*Required work*
In the records below, find the line containing "bend_y = BEND_START" and the line containing "arm = turn(profile).rotate((0, 0, 0), (0, 0, 1), -90)"; please repeat exactly the lines from one to the other, both included, and nothing more.

*Records*
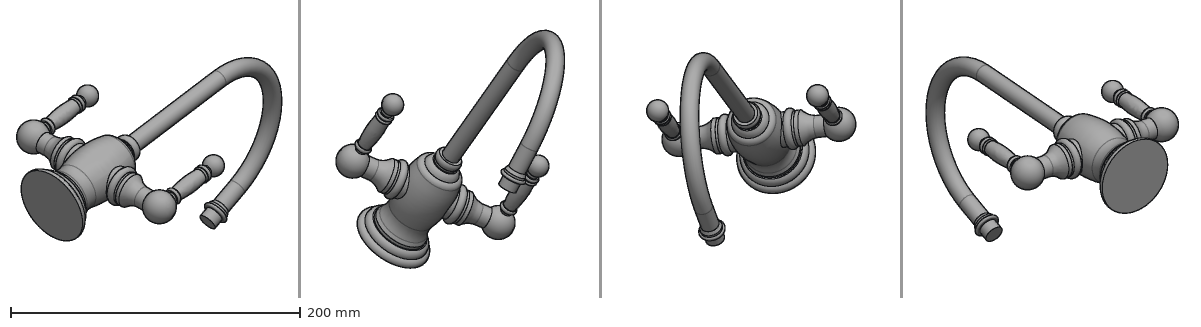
import cadquery as cq
import math

TOTAL_LENGTH = 241.5
TOTAL_WIDTH = 138.1

BASE_RADIUS = 28.0
FOOT_HEIGHT = 5.0
FOOT_RADIUS = 24.6
FOOT_SWELL = 1.5
STEP_HEIGHT = 10.6
STEP_RADIUS = 21.3
STEP_SWELL = 1.2
BAND_HEIGHT = 13.0
BAND_RADIUS = 20.3
FLARE_HEIGHT = 16.0
FLARE_RADIUS = 18.8
FLARE_HOLLOW = 0.7
WAIST_HEIGHT = 26.5
WAIST_RADIUS = 17.5
BELLY_SWELL = 3.0
SHOULDER_HEIGHT = 67.5
SHOULDER_RADIUS = 17.6
SHOULDER_SWELL = 1.0
DOME_HEIGHT = 71.2
DOME_RADIUS = 13.5
DOME_SWELL = 0.7
CROWN_HEIGHT = 76.0
CROWN_RADIUS = 9.7
NECK_RADIUS = 8.7
COLLAR_START = 77.8
COLLAR_END = 83.8
COLLAR_RADIUS = 10.0

TUBE_RADIUS = 6.5
BEND_RADIUS = 57.2
BEND_START = TOTAL_LENGTH - TUBE_RADIUS - BEND_RADIUS
SPOUT_TILT = 20.0
SPOUT_TAIL = 33.5
TIP_RADIUS = 6.8
TIP_LENGTH = 7.7
RIM_RADIUS = 9.5
RIM_WIDTH = 3.0
SLEEVE_RADIUS = 8.0
SLEEVE_WIDTH = 1.7
FERRULE_LENGTH = 15.0

ARM_HEIGHT = 47.5
BALL_RADIUS = 11.8
BALL_OFFSET = TOTAL_WIDTH / 2 - BALL_RADIUS
STUB_RADIUS = 12.3
RING_START = 20.3
RING_END = 26.3
RING_RADIUS = 14.5
CUFF_START = 28.0
CUFF_END = 31.2
CUFF_RADIUS = 12.5
ARM_NECK_START = 41.0
ARM_NECK_RADIUS = 7.7
ARM_HOLLOW = 1.0

KNOB_RADIUS = 7.7
KNOB_HEIGHT = 105.0
STEM_RADIUS = 4.0
BEAD_RADIUS = 6.3
BEAD_FLAT_RADIUS = 5.3
LOWER_BEAD = (60.9, 64.2)
MIDDLE_BEAD = (90.8, 93.0)
UPPER_BEAD = (93.5, 96.4)
GRIP_BOTTOM_RADIUS = 4.8
GRIP_TOP_RADIUS = 5.5
GRIP_SWELL = 1.0


def outline():
    """Start a half profile on the turning axis: local X is radius, local Y runs along the axis."""
    return cq.Workplane("XY").moveTo(0, 0)


def turn(profile):
    """Close a half profile onto the Y axis and revolve it."""
    return profile.close().revolve(360, (0, 0, 0), (0, 1, 0))


def curve(profile, radius, along, swell):
    """Add an arc rising to (radius, along), standing out from its chord by swell (negative: hollow)."""
    return profile.sagittaArc((radius, along), -swell)


def bead(profile, start, end, flat_radius, crest_radius):
    """Add a rounded ring between two positions along the axis."""
    return curve(profile.lineTo(flat_radius, start), flat_radius, end, crest_radius - flat_radius)


def make_body():
    profile = outline().lineTo(BASE_RADIUS, 0)
    profile = curve(profile, FOOT_RADIUS, FOOT_HEIGHT, FOOT_SWELL)
    profile = curve(profile, STEP_RADIUS, STEP_HEIGHT, STEP_SWELL)
    profile = (
        profile.lineTo(BAND_RADIUS, STEP_HEIGHT)
        .lineTo(BAND_RADIUS, BAND_HEIGHT)
        .lineTo(FLARE_RADIUS, FLARE_HEIGHT)
    )
    profile = curve(profile, WAIST_RADIUS, WAIST_HEIGHT, -FLARE_HOLLOW)
    profile = curve(profile, SHOULDER_RADIUS, SHOULDER_HEIGHT, BELLY_SWELL)
    profile = curve(profile, DOME_RADIUS, DOME_HEIGHT, SHOULDER_SWELL)
    profile = curve(profile, CROWN_RADIUS, CROWN_HEIGHT, DOME_SWELL)
    profile = profile.lineTo(NECK_RADIUS, CROWN_HEIGHT)
    profile = bead(profile, COLLAR_START, COLLAR_END, NECK_RADIUS, COLLAR_RADIUS)
    return turn(profile.lineTo(0, COLLAR_END))


def make_spout():
    tilt = math.radians(SPOUT_TILT)
    bend_y = BEND_START + BEND_RADIUS * math.sin(tilt)
    bend_z = -BEND_RADIUS * (1 + math.cos(tilt))
    tip_y = bend_y - SPOUT_TAIL * math.cos(tilt)
    tip_z = bend_z - SPOUT_TAIL * math.sin(tilt)
    tube_tail = SPOUT_TAIL - FERRULE_LENGTH / 2
    tube_y = bend_y - tube_tail * math.cos(tilt)
    tube_z = bend_z - tube_tail * math.sin(tilt)

    mid_angle = -tilt / 2
    path = (
        cq.Workplane("YZ")
        .moveTo(CROWN_HEIGHT, 0)
        .lineTo(BEND_START, 0)
        .threePointArc(
            (BEND_START + BEND_RADIUS * math.cos(mid_angle), BEND_RADIUS * (math.sin(mid_angle) - 1)),
            (bend_y, bend_z),
        )
        .lineTo(tube_y, tube_z)
    )
    tube = cq.Workplane("XZ", origin=(0, CROWN_HEIGHT, 0)).circle(TUBE_RADIUS).sweep(path)

    sleeve_start = FERRULE_LENGTH - TIP_LENGTH - RIM_WIDTH - SLEEVE_WIDTH
    rim_start = sleeve_start + SLEEVE_WIDTH
    profile = outline().lineTo(TUBE_RADIUS, 0).lineTo(SLEEVE_RADIUS, sleeve_start)
    profile = bead(profile, rim_start, rim_start + RIM_WIDTH, SLEEVE_RADIUS, RIM_RADIUS)
    profile = (
        profile.lineTo(TIP_RADIUS, rim_start + RIM_WIDTH)
        .lineTo(TIP_RADIUS, FERRULE_LENGTH)
        .lineTo(0, FERRULE_LENGTH)
    )
    ferrule = (
        turn(profile)
        .translate((0, -FERRULE_LENGTH, 0))
        .rotate((0, 0, 0), (1, 0, 0), 180 + SPOUT_TILT)
        .translate((0, tip_y, tip_z))
    )
    return tube.union(ferrule)


def make_arm():
    """Right-hand arm, turned along Y and then laid along +X."""
    profile = outline().lineTo(STUB_RADIUS, 0)
    profile = bead(profile, RING_START, RING_END, STUB_RADIUS, RING_RADIUS)
    profile = (
        profile.lineTo(STUB_RADIUS, CUFF_START)
        .lineTo(CUFF_RADIUS, CUFF_START)
        .lineTo(CUFF_RADIUS, CUFF_END)
    )
    profile = curve(profile, ARM_NECK_RADIUS, ARM_NECK_START, -ARM_HOLLOW)
    profile = profile.lineTo(ARM_NECK_RADIUS, BALL_OFFSET).lineTo(0, BALL_OFFSET)
    arm = turn(profile).rotate((0, 0, 0), (0, 0, 1), -90)
    ball = cq.Workplane("XY").sphere(BALL_RADIUS).translate((BALL_OFFSET, 0, 0))
    return arm.union(ball).translate((0, ARM_HEIGHT, 0))


def make_lever():
    """Right-hand lever, rising from the center of the arm ball."""
    profile = cq.Workplane("XY").moveTo(0, ARM_HEIGHT).lineTo(STEM_RADIUS, ARM_HEIGHT)
    profile = profile.lineTo(STEM_RADIUS, LOWER_BEAD[0])
    profile = bead(profile, *LOWER_BEAD, BEAD_FLAT_RADIUS, BEAD_RADIUS)
    profile = profile.lineTo(GRIP_BOTTOM_RADIUS, LOWER_BEAD[1])
    profile = curve(profile, GRIP_TOP_RADIUS, MIDDLE_BEAD[0], GRIP_SWELL)
    profile = bead(profile, *MIDDLE_BEAD, BEAD_FLAT_RADIUS, BEAD_RADIUS)
    profile = bead(profile, *UPPER_BEAD, BEAD_FLAT_RADIUS, BEAD_RADIUS)
    profile = (
        profile.lineTo(STEM_RADIUS, UPPER_BEAD[1])
        .lineTo(STEM_RADIUS, KNOB_HEIGHT)
        .lineTo(0, KNOB_HEIGHT)
    )
    knob = cq.Workplane("XY").sphere(KNOB_RADIUS).translate((0, KNOB_HEIGHT, 0))
    return turn(profile).union(knob).translate((BALL_OFFSET, 0, 0))


handle = make_arm().union(make_lever())
result = make_body().union(make_spout()).union(handle).union(handle.mirror("YZ"))

*Exercise response*
    bend_y = BEND_START + BEND_RADIUS * math.sin(tilt)
    bend_z = -BEND_RADIUS * (1 + math.cos(tilt))
    tip_y = bend_y - SPOUT_TAIL * math.cos(tilt)
    tip_z = bend_z - SPOUT_TAIL * math.sin(tilt)
    tube_tail = SPOUT_TAIL - FERRULE_LENGTH / 2
    tube_y = bend_y - tube_tail * math.cos(tilt)
    tube_z = bend_z - tube_tail * math.sin(tilt)

    mid_angle = -tilt / 2
    path = (
        cq.Workplane("YZ")
        .moveTo(CROWN_HEIGHT, 0)
        .lineTo(BEND_START, 0)
        .threePointArc(
            (BEND_START + BEND_RADIUS * math.cos(mid_angle), BEND_RADIUS * (math.sin(mid_angle) - 1)),
            (bend_y, bend_z),
        )
        .lineTo(tube_y, tube_z)
    )
    tube = cq.Workplane("XZ", origin=(0, CROWN_HEIGHT, 0)).circle(TUBE_RADIUS).sweep(path)

    sleeve_start = FERRULE_LENGTH - TIP_LENGTH - RIM_WIDTH - SLEEVE_WIDTH
    rim_start = sleeve_start + SLEEVE_WIDTH
    profile = outline().lineTo(TUBE_RADIUS, 0).lineTo(SLEEVE_RADIUS, sleeve_start)
    profile = bead(profile, rim_start, rim_start + RIM_WIDTH, SLEEVE_RADIUS, RIM_RADIUS)
    profile = (
        profile.lineTo(TIP_RADIUS, rim_start + RIM_WIDTH)
        .lineTo(TIP_RADIUS, FERRULE_LENGTH)
        .lineTo(0, FERRULE_LENGTH)
    )
    ferrule = (
        turn(profile)
        .translate((0, -FERRULE_LENGTH, 0))
        .rotate((0, 0, 0), (1, 0, 0), 180 + SPOUT_TILT)
        .translate((0, tip_y, tip_z))
    )
    return tube.union(ferrule)


def make_arm():
    """Right-hand arm, turned along Y and then laid along +X."""
    profile = outline().lineTo(STUB_RADIUS, 0)
    profile = bead(profile, RING_START, RING_END, STUB_RADIUS, RING_RADIUS)
    profile = (
        profile.lineTo(STUB_RADIUS, CUFF_START)
        .lineTo(CUFF_RADIUS, CUFF_START)
        .lineTo(CUFF_RADIUS, CUFF_END)
    )
    profile = curve(profile, ARM_NECK_RADIUS, ARM_NECK_START, -ARM_HOLLOW)
    profile = profile.lineTo(ARM_NECK_RADIUS, BALL_OFFSET).lineTo(0, BALL_OFFSET)
    arm = turn(profile).rotate((0, 0, 0), (0, 0, 1), -90)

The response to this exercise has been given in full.